It’s not enough to simply tell children what the output should be. You have to create a system of guidelines — an algorithm — that allows them to arrive at the correct outputs when faced with different inputs, too. The parentally programmed algorithm I remember best from my own childhood is “do unto others as you would have done unto you.” It teaches kids how, in a range of specific circumstances (query: I have some embarrassing information about the class bully; should I immediately disseminate it to all of my other classmates?), they can deduce the desirable outcome (output: no, because I am an unusually empathetic first grader who would not want another kid to do that to me). Turning that moral code into action, of course, is a separate matter.
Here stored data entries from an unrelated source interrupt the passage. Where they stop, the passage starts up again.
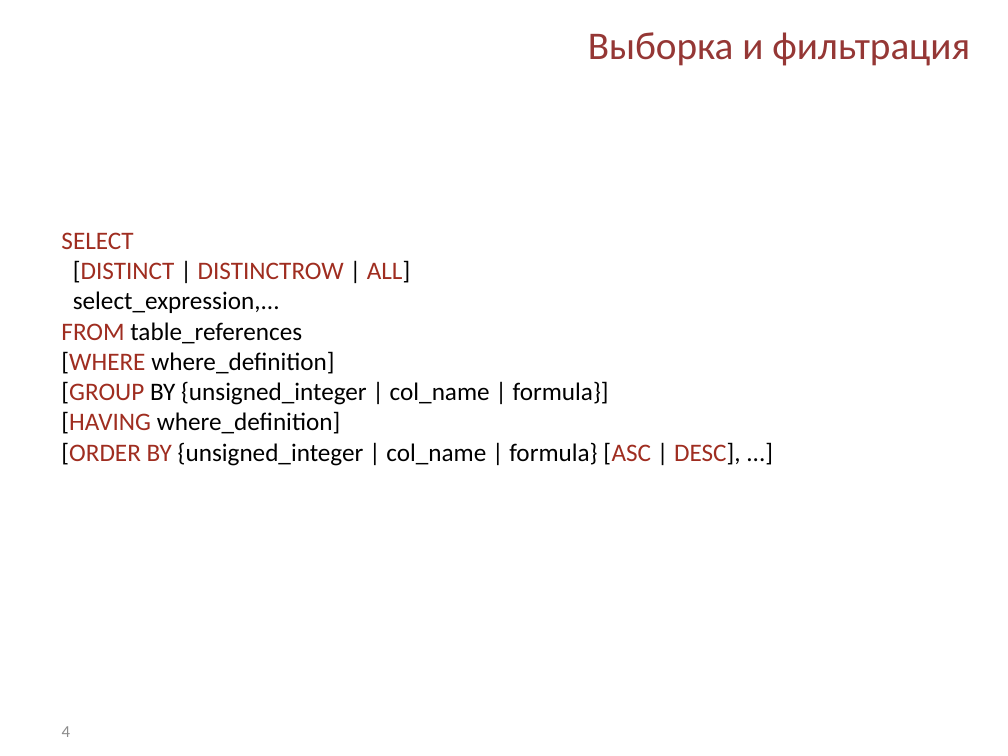
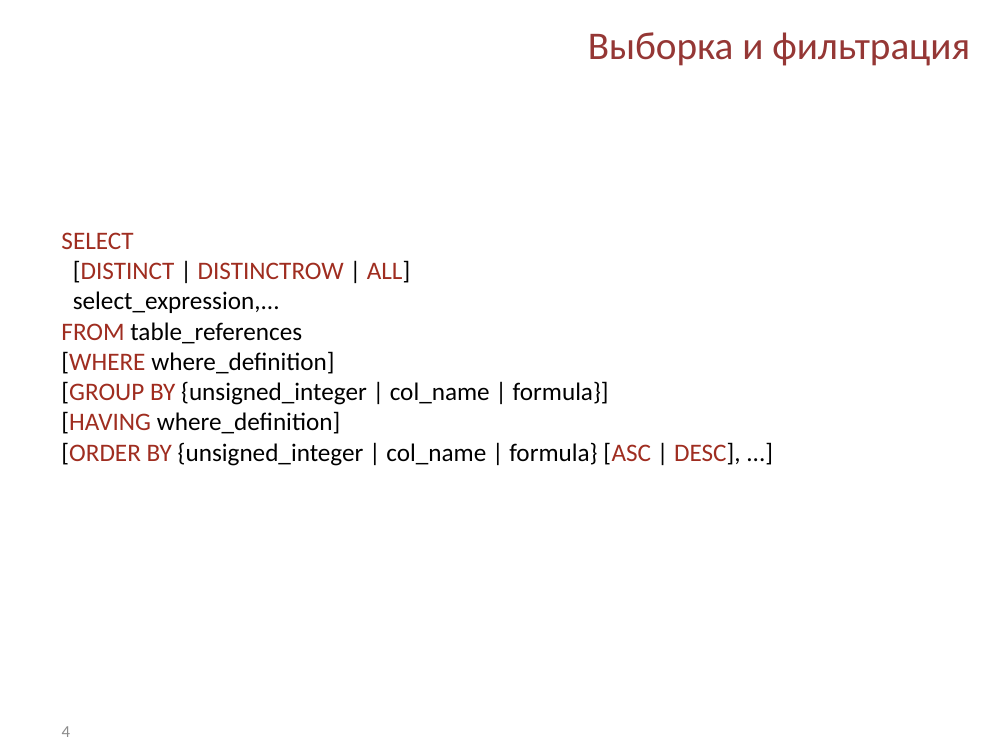
Before and after one commit to Kriger/DBaNT, a slide deck: slide 4 of Presentations/Lab_4.pptx. Drawn at 1008x756 pixels with LibreOffice and Linux fonts; fonts in the diff are those of the drawing; background and template pictures are left out. Boxes give left, top, right and bottom in pixels: in the first picture for what was removed or moved away, otherwise in the second. Text is boxed around its words. In the diff, an @@ line names an element or a change of style, - is before the commit and + after.

```diff
--- a/Presentations/Lab_4.pptx
+++ b/Presentations/Lab_4.pptx
@@ text at (x1=61, y1=381, x2=609, y2=405): text colour #000000 to #A02A1D in "BY" @@
```
Also in this commit, not shown: 2 other files.

Trying to imbue actual code with something that looks like moral code is in some ways simpler and in other ways more challenging. A.I.s are not sentient (though some say they are), which means that no matter how they might appear to act, they can’t actually become greedy, fall prey to bad influences or seek to inflict on others the trauma they have suffered. They do not experience emotion, which can reinforce both good and bad behavior. But just as I learned the Golden Rule because my parents’ morality was heavily shaped by the Bible and the Southern Baptist culture we lived in, the simulated morality of an A.I. depends on the data sets it is trained on, which reflect the values of the cultures the data is derived from, the manner in which it’s trained and the people who design it. This can cut both ways. As the psychologist Paul Bloom wrote in The New Yorker, “It’s possible to view human values as part of the problem, not the solution.”
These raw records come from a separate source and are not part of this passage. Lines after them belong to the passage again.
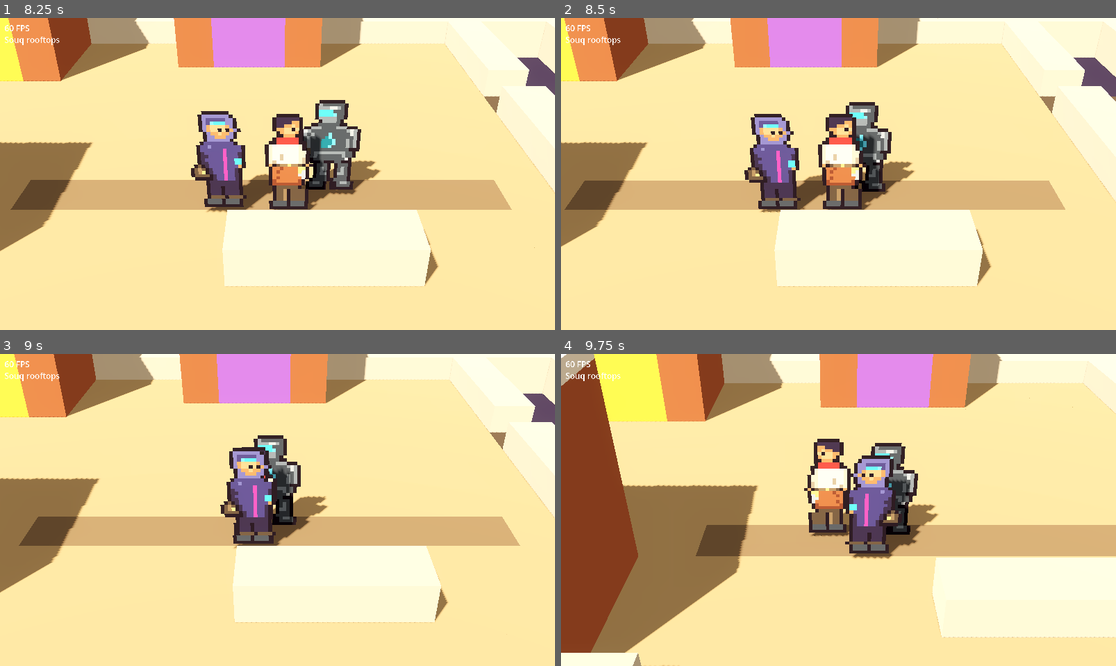
Above: before the commit, frames 1-4 (two rows, left to right).
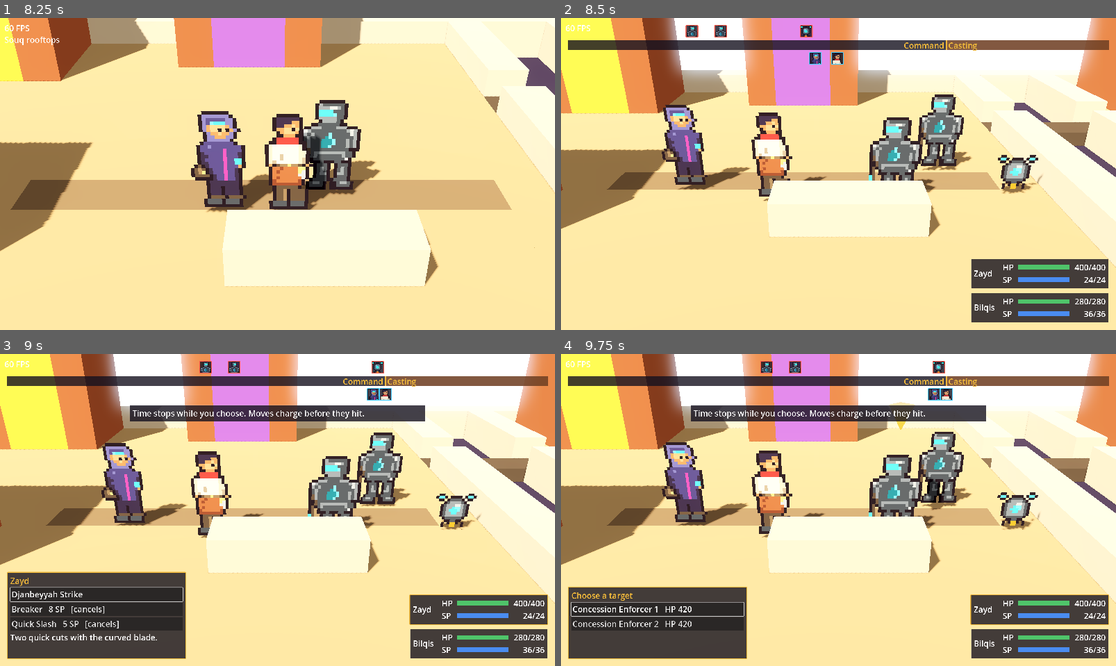
Above: after the commit, the same moments.

Repository: ferasalm/game
Game: Godot game, scene res://features/prototype/prototype_main.tscn
Same seed, same stepped clock (60 frames per second), same inputs: the game is played once before the commit and once after it. Before the commit the project starts from res://features/world/rooftop/rooftop.tscn.
Inputs (mouse positions are in pixels of both pictures, inside the frame that each line leads up to):
- Up to frame 1 (8.25 s): tap Enter (ui_accept) at 0.5, 0.77, 1.52, 3.02, 3.77, 4.52, 6.02, 6.77, 7.52 s; move the mouse to (399, 158) at 0.52 s; hold D (move_right) 0.53-1.28 s; hold E (interact) 0.53-1.28 s; move the mouse to (166, 189) at 1.27 s; hold Escape (back) 1.28-2.03 s; tap E (interact) every 1.5 s from 1.35 to 7.35 s; move the mouse to (333, 105) at 2.02 s; hold D (move_right) 2.03-2.78 s; hold E (interact) 2.03-2.78 s; move the mouse to (249, 236) at 2.77 s; hold W (move_up) 2.78-3.53 s; move the mouse to (444, 220) at 3.52 s; hold E (interact) 3.53-4.28 s; hold A (move_left) 3.53-5.03 s; move the mouse to (111, 127) at 4.27 s; move the mouse to (305, 174) at 5.02 s; hold Escape (back) 5.03-5.78 s; hold E (interact) 5.03-5.78 s; move the mouse to (194, 96) at 5.77 s; hold D (move_right) 5.78-6.53 s; move the mouse to (399, 158) at 6.52 s; hold W (move_up) 6.53-7.28 s; hold E (interact) 6.53-7.28 s; move the mouse to (166, 189) at 7.27 s; hold D (move_right) 7.28-8.03 s; move the mouse to (333, 105) at 8.02 s; hold Escape (back) from 8.03 s (still down); hold E (interact) from 8.03 s (still down)
- Up to frame 2 (8.5 s): keep holding Escape (back); keep holding E (interact)
- Up to frame 3 (9 s): move the mouse to (249, 572) at 8.77 s; release Escape (back) at 8.78 s; release E (interact) at 8.78 s; hold A (move_left) from 8.78 s (still down); tap E (interact) at 8.85 s
- Up to frame 4 (9.75 s): tap Enter (ui_accept) at 9.02 s; move the mouse to (1005, 556) at 9.52 s; release A (move_left) at 9.53 s; hold W (move_up) from 9.53 s (still down); hold E (interact) from 9.53 s (still down)

Frame 1 is identical in both runs. In frame 2, 58% of the frame differs, in the area x 0-100%, y 0-98%; in frame 3, 67%; in frame 4, 78%, in the area x 0-100%, y 0-100%.

Commit message:
Prototype main scene wires rooftop, workshop talk and menu, and patrol battle; T6; battle HUD layout fixes
Tip box moves under the timeline bar; party panel is compact; enemy slots spread so no fighter sits behind a HUD panel.

Co-Authored-By: Claude Sonnet 5.5 <noreply@anthropic.com>

Diff:
--- a/content/combat/view.json
+++ b/content/combat/view.json
@@ -4,13 +4,13 @@
     {"id": "default",
      "camera_x": 0.0, "camera_y": 4.6, "camera_z": 9.5, "camera_fov": 38.0, "look_height": 0.3,
      "party_stage": [{"x": -1.4, "z": 0.8}, {"x": -1.9, "z": -0.8}, {"x": -3.4, "z": 0.2}, {"x": -3.9, "z": -1.2}],
-     "enemy_stage": [{"x": 1.4, "z": 0.8}, {"x": 1.9, "z": -0.8}, {"x": 3.4, "z": 0.2}, {"x": 3.9, "z": -1.2}],
+     "enemy_stage": [{"x": 1.2, "z": 0.9}, {"x": 2.5, "z": -0.9}, {"x": 3.9, "z": 0.4}, {"x": 4.6, "z": -1.0}],
      "ticks_per_frame": 3, "hit_stop": 0.35, "banner_seconds": 0.9, "damage_gap": 0.18, "tip_seconds": 7.0,
      "end_delay": 0.8, "number_rise": 1.0, "number_seconds": 0.9, "number_font_size": 72, "text_font_size": 32,
      "label_pixel_size": 0.008, "intent_offset": 0.35, "marker_offset": 0.5, "marker_size": 0.25, "banner_anchor_y": 0.3, "marker_bounce": 0.2,
      "marker_speed": 6.0, "shake_distance": 0.15, "shake_time": 0.25,
      "font_size": 28, "banner_font_size": 96, "margin": 24, "icon_size": 44, "bar_height": 16,
-     "party_panel_width": 520, "menu_width": 620,
+     "party_panel_width": 480, "menu_width": 620,
      "party_color": "#4ad0ff", "enemy_color": "#ff5a4a", "cast_color": "#ff8a2a55", "panel_color": "#14101ecc",
      "highlight_color": "#f0b83a", "hp_color": "#4fc46a", "sp_color": "#4a8cf0"}
   ]
--- a/features/combat/view/battle_hud.gd
+++ b/features/combat/view/battle_hud.gd
@@ -1,7 +1,7 @@
 class_name BattleHud
 extends CanvasLayer
-## The battle HUD, built in code: timeline bar (top), party panel (bottom right), command menu (bottom left),
-## enemy-intent banner/tip texts and the end panel. Works with keyboard, mouse and gamepad through Button focus.
+## The battle HUD, built in code: timeline bar (top) with the one-time tip under it, party panel (bottom right),
+## command menu (bottom left), the banner text and the end panel. Works with keyboard, mouse and gamepad through Button focus.
 
 ## The player committed a move on a target in the command menu.
 signal move_chosen(action: ActionDef, target_id: StringName)
@@ -113,14 +113,14 @@
 	_root.add_child(_banner)
 	_tip = PanelContainer.new()
 	_tip.add_theme_stylebox_override("panel", BattleStyle.panel(_view))
-	_tip.set_anchors_and_offsets_preset(Control.PRESET_CENTER_BOTTOM)
+	_tip.set_anchors_and_offsets_preset(Control.PRESET_CENTER_TOP)
 	_tip.grow_horizontal = Control.GROW_DIRECTION_BOTH
-	_tip.grow_vertical = Control.GROW_DIRECTION_BEGIN
-	_tip.offset_top = -_view.margin
-	_tip.offset_bottom = -_view.margin
+	_tip.grow_vertical = Control.GROW_DIRECTION_END
+	_tip.offset_top = timeline_bar.height() + _view.margin / 2.0
+	_tip.offset_bottom = _tip.offset_top
 	_tip_label = BattleStyle.label("")
 	_tip_label.autowrap_mode = TextServer.AUTOWRAP_WORD_SMART
-	_tip_label.custom_minimum_size.x = _view.menu_width - _view.margin * 4.0
+	_tip_label.custom_minimum_size.x = _view.menu_width + _view.party_panel_width - _view.margin * 4.0
 	_tip.add_child(_tip_label)
 	_tip.visible = false
 	_root.add_child(_tip)
--- a/features/combat/view/battle_party_panel.gd
+++ b/features/combat/view/battle_party_panel.gd
@@ -1,6 +1,6 @@
 class_name BattlePartyPanel
 extends VBoxContainer
-## The party panel (bottom right): per hero the name, an HP bar with numbers and an SP bar with numbers.
+## The party panel (bottom right, compact): per hero the name beside an HP bar and an SP bar, each with numbers.
 ## The hero waiting for a command is outlined. HP shown follows the played events, not the sim's finished tick.
 
 
@@ -73,9 +73,14 @@
 	row.unit = unit
 	row.panel = PanelContainer.new()
 	row.panel.add_theme_stylebox_override("panel", BattleStyle.panel(_view))
+	var line := HBoxContainer.new()
+	row.panel.add_child(line)
+	var name_label: Label = BattleStyle.label(BattleStyle.unit_name(_sim, unit))
+	name_label.custom_minimum_size.x = _view.margin * 4.0
+	line.add_child(name_label)
 	var box := VBoxContainer.new()
-	row.panel.add_child(box)
-	box.add_child(BattleStyle.label(BattleStyle.unit_name(_sim, unit)))
+	box.size_flags_horizontal = Control.SIZE_EXPAND_FILL
+	line.add_child(box)
 	row.hp_bar = _stat(box, BattleStyle.text("UI_HP"), _view.hp_color, unit.def.max_hp)
 	row.hp_text = row.hp_bar.get_meta("text") as Label
 	row.sp_bar = _stat(box, BattleStyle.text("UI_SP"), _view.sp_color, unit.def.max_sp)
--- /dev/null
+++ b/features/prototype/prototype_main.gd
@@ -0,0 +1,92 @@
+class_name PrototypeMain
+extends Node3D
+## The playable prototype: the rooftop, the workshop (talk once, then the bench menu) and the patrol battle,
+## wired through the other features' public signals. Children are built in code; a BattleStage lives only while
+## a battle runs.
+
+## A battle stage was just made, before start(); tests use it to switch on auto_play / instant.
+signal stage_created(new_stage: BattleStage)
+
+const ROOFTOP_SCENE: PackedScene = preload("res://features/world/rooftop/rooftop.tscn")
+const WORKSHOP_DIALOGUE: StringName = &"workshop_first"
+const WORKSHOP_FLAG: StringName = &"workshop_talk_done"
+const START_LOADOUT: StringName = &"zayd_start"
+
+var rooftop: Rooftop
+var dialogue: DialogueBox
+var menu: WorkshopMenu
+## The running battle's stage, null while exploring.
+var stage: BattleStage
+var _encounter_id: StringName = &""
+var _ambush: int = 0
+var _battles: int = 0
+
+
+func _ready() -> void:
+	rooftop = ROOFTOP_SCENE.instantiate() as Rooftop
+	add_child(rooftop)
+	dialogue = DialogueBox.new()
+	add_child(dialogue)
+	menu = WorkshopMenu.new()
+	add_child(menu)
+	rooftop.workshop_opened.connect(_on_workshop_opened)
+	rooftop.encounter_touched.connect(_on_encounter_touched)
+	dialogue.finished.connect(_on_dialogue_finished)
+	menu.closed.connect(_on_menu_closed)
+
+
+func _on_workshop_opened() -> void:
+	rooftop.set_exploring(false)
+	if GameState.flags.get(WORKSHOP_FLAG, false):
+		menu.open()
+	else:
+		dialogue.play(WORKSHOP_DIALOGUE)
+
+
+func _on_dialogue_finished(dialogue_id: StringName) -> void:
+	if dialogue_id != WORKSHOP_DIALOGUE:
+		return
+	GameState.flags[WORKSHOP_FLAG] = true
+	menu.open()
+
+
+func _on_menu_closed() -> void:
+	rooftop.set_exploring(true)
+
+
+func _on_encounter_touched(encounter_id: StringName, _from_behind: bool) -> void:
+	_encounter_id = encounter_id
+	_ambush = rooftop.last_touch_ambush()
+	rooftop.set_exploring(false)
+	EventBus.battle_started.emit(encounter_id)
+	_start_battle()
+
+
+func _start_battle() -> void:
+	var loader: BattleLoader = BattleLoader.from_db(ContentDB, _encounter_id)
+	var start := ContentDB.get_def("loadout", START_LOADOUT) as LoadoutDef
+	var pair: Array[StringName] = Loadout.current(GameState.equipment, start)
+	_battles += 1
+	var battle_seed: int = hash([_battles, Time.get_ticks_usec()])
+	stage = BattleStage.new()
+	add_child(stage)
+	stage.ended.connect(_on_battle_ended)
+	stage_created.emit(stage)
+	stage.start(loader.make_sim(pair[0], pair[1], battle_seed, _ambush), rooftop.battle_anchor())
+
+
+func _drop_stage() -> void:
+	remove_child(stage)
+	stage.queue_free()
+	stage = null
+
+
+func _on_battle_ended(result: StringName) -> void:
+	_drop_stage()
+	if result == &"retry":
+		_start_battle()
+		return
+	EventBus.battle_ended.emit(_encounter_id, result == &"victory")
+	rooftop.reset_patrol()
+	rooftop.restore_camera()
+	rooftop.set_exploring(true)
--- /dev/null
+++ b/features/prototype/prototype_main.tscn
@@ -0,0 +1,6 @@
+[gd_scene format=3]
+
+[ext_resource type="Script" path="res://features/prototype/prototype_main.gd" id="1"]
+
+[node name="PrototypeMain" type="Node3D"]
+script = ExtResource("1")
--- /dev/null
+++ b/features/prototype/tests/test_prototype.gd
@@ -0,0 +1,124 @@
+extends TestCase
+## T6: the prototype main scene builds headless with rooftop, dialogue box and workshop menu; a simulated patrol
+## touch starts a battle and stops exploring; an auto-played battle ends and walking resumes with the patrol reset;
+## retry starts a fresh battle; the first workshop visit plays the talk, then the menu; later visits skip the talk.
+
+const DT: float = 1.0 / 60.0
+
+
+func _make() -> PrototypeMain:
+	GameState.reset()
+	var main := (load("res://features/prototype/prototype_main.tscn") as PackedScene).instantiate() as PrototypeMain
+	main.stage_created.connect(func(stage: BattleStage) -> void:
+		stage.auto_play = true
+		stage.instant = true)
+	tree.root.add_child(main)
+	return main
+
+
+func _touch(main: PrototypeMain) -> void:
+	main.rooftop.patrol.position = main.rooftop.player.position + Vector3(0.3, 0.0, 0.0)
+	main.rooftop.patrol._physics_process(DT)
+
+
+func _visit_workshop(main: PrototypeMain) -> void:
+	var press := InputEventAction.new()
+	press.action = "interact"
+	press.pressed = true
+	main.rooftop.player.position = main.rooftop.workshop.position + Vector3(0.5, 0.0, 0.0)
+	main.rooftop.workshop._physics_process(DT)
+	main.rooftop.workshop._unhandled_input(press)
+
+
+func _talk_through(main: PrototypeMain) -> int:
+	var presses: int = 0
+	while main.dialogue.is_playing() and presses < 30:
+		main.dialogue.advance()
+		presses += 1
+	return presses
+
+
+func test_builds_headless() -> void:
+	var main: PrototypeMain = _make()
+	check(main.rooftop != null and main.rooftop.player != null, "the rooftop is built")
+	check(main.dialogue != null and main.menu != null, "dialogue box and workshop menu exist")
+	check(main.stage == null, "no battle yet")
+	check(not main.dialogue.is_playing() and not main.menu.is_open(), "both idle")
+	check(main.rooftop.camera.current, "the rooftop camera is current")
+	main.free()
+
+
+func test_touch_starts_a_battle_and_it_returns_to_walking() -> void:
+	var main: PrototypeMain = _make()
+	var log: Array = []
+	EventBus.battle_started.connect(func(id: StringName) -> void: log.append(["start", id]))
+	EventBus.battle_ended.connect(func(id: StringName, won: bool) -> void: log.append(["end", id, won]))
+	_touch(main)
+	check(main.stage != null and main.stage.is_inside_tree(), "a BattleStage exists in the tree")
+	check(not main.rooftop.player.visible, "exploring is off during the battle")
+	check_eq((log[0] as Array)[1], &"rooftop_patrol", "battle_started carries the encounter id")
+	var result: StringName = main.stage.run_to_end(30000)
+	check(result == &"victory" or result == &"defeat", "the battle ends (%s)" % result)
+	check(main.stage == null, "the stage is gone after the battle")
+	check(main.rooftop.player.visible, "exploring is back on")
+	check(not main.rooftop.patrol.visible, "the patrol was reset (hidden until it respawns)")
+	check(main.rooftop.camera.current, "the rooftop camera is current again")
+	check_eq(log.size(), 2, "battle_started and battle_ended, once each")
+	check_eq((log[1] as Array)[2], result == &"victory", "battle_ended carries the outcome")
+	main.free()
+
+
+func test_retry_builds_a_fresh_battle() -> void:
+	var main: PrototypeMain = _make()
+	_touch(main)
+	var first: BattleStage = main.stage
+	var ended: Array[bool] = []
+	EventBus.battle_ended.connect(func(_id: StringName, _won: bool) -> void: ended.append(true))
+	first.ended.emit(&"retry")
+	check(main.stage != null and main.stage != first, "a new stage replaced the old one")
+	check(not first.is_inside_tree(), "the old stage left the tree")
+	check(main.stage.sim != first.sim, "a fresh sim")
+	check(ended.is_empty() and not main.rooftop.player.visible, "still in battle, no battle_ended")
+	var result: StringName = main.stage.run_to_end(30000)
+	check(result == &"victory" or result == &"defeat", "the retried battle ends")
+	check(main.stage == null and main.rooftop.player.visible, "and walking resumes")
+	main.free()
+
+
+func test_ambush_side_reaches_the_battle() -> void:
+	var main: PrototypeMain = _make()
+	main.rooftop.player.facing = Vector3(-1.0, 0.0, 0.0)
+	_touch(main)
+	check_eq(main.stage.sim.ambush, 1, "the patrol struck from behind")
+	main.free()
+
+
+func test_saved_equipment_is_used() -> void:
+	var main: PrototypeMain = _make()
+	GameState.equipment[&"hilt"] = &"anvil_hilt"
+	GameState.equipment[&"blade"] = &"broad_blade"
+	_touch(main)
+	var expected: CombatantDef = BattleLoader.from_db(ContentDB).zayd_with(&"anvil_hilt", &"broad_blade")
+	check_eq(main.stage.sim.timeline.find(&"zayd").def.max_hp, expected.max_hp, "Zayd wears the saved pair")
+	main.free()
+	GameState.reset()
+
+
+func test_first_workshop_visit_talks_then_opens_the_menu() -> void:
+	var main: PrototypeMain = _make()
+	_visit_workshop(main)
+	check(main.dialogue.is_playing(), "the first visit plays the dialogue")
+	check(not main.menu.is_open(), "the menu waits for the talk")
+	check(not main.rooftop.player.visible, "exploring is off")
+	check_eq(_talk_through(main), 8, "four lines, two presses each")
+	check(GameState.flags.get(&"workshop_talk_done", false), "the talk is remembered")
+	check(main.menu.is_open(), "the menu opens after the talk")
+	main.menu.cancel()
+	check(main.rooftop.player.visible, "closing the menu resumes exploring")
+	_visit_workshop(main)
+	check(not main.dialogue.is_playing(), "the second visit skips the talk")
+	check(main.menu.is_open(), "and opens the menu at once")
+	main.menu.cancel()
+	check(main.rooftop.player.visible, "closed again, walking")
+	main.free()
+	GameState.reset()
--- a/project.godot
+++ b/project.godot
@@ -6,7 +6,7 @@
 
 config/name="Qarnaw (working title)"
 config/version="0.0.1"
-run/main_scene="res://features/world/rooftop/rooftop.tscn"
+run/main_scene="res://features/prototype/prototype_main.tscn"
 config/features=PackedStringArray("4.7", "Forward Plus")
 
 [autoload]
Not shown, added: features/prototype/prototype_main.gd.uid
Not shown, added: features/prototype/tests/test_prototype.gd.uid
Not shown, changed: docs/MAP.md

For example, I value gender equality. So when I used Open AI’s ChatGPT 3.5 to recommend gifts for 8-year-old boys and girls, I noticed that despite some overlap, it recommended dolls for girls and building sets for boys. “When I asked you for gifts for 8-year-old girls,” I replied, “you suggested dolls, and for boys science toys that focus on STEM. Why not the reverse?” GPT 3.5 was sorry. “I apologize if my previous responses seemed to reinforce gender stereotypes. It’s essential to emphasize that there are no fixed rules or limitations when it comes to choosing gifts for children based on their gender.”

I thought to myself, “So you knew it was wrong and you did it anyway?” It is a thought I have had about my otherwise adorable and well-behaved son on any of the occasions he did the thing he was not supposed to do while fully conscious of the fact that he wasn’t supposed to do it. (My delivery is most effective when I can punctuate it with an eye roll and restrictions on the offender’s screen time, neither of which was possible in this case.)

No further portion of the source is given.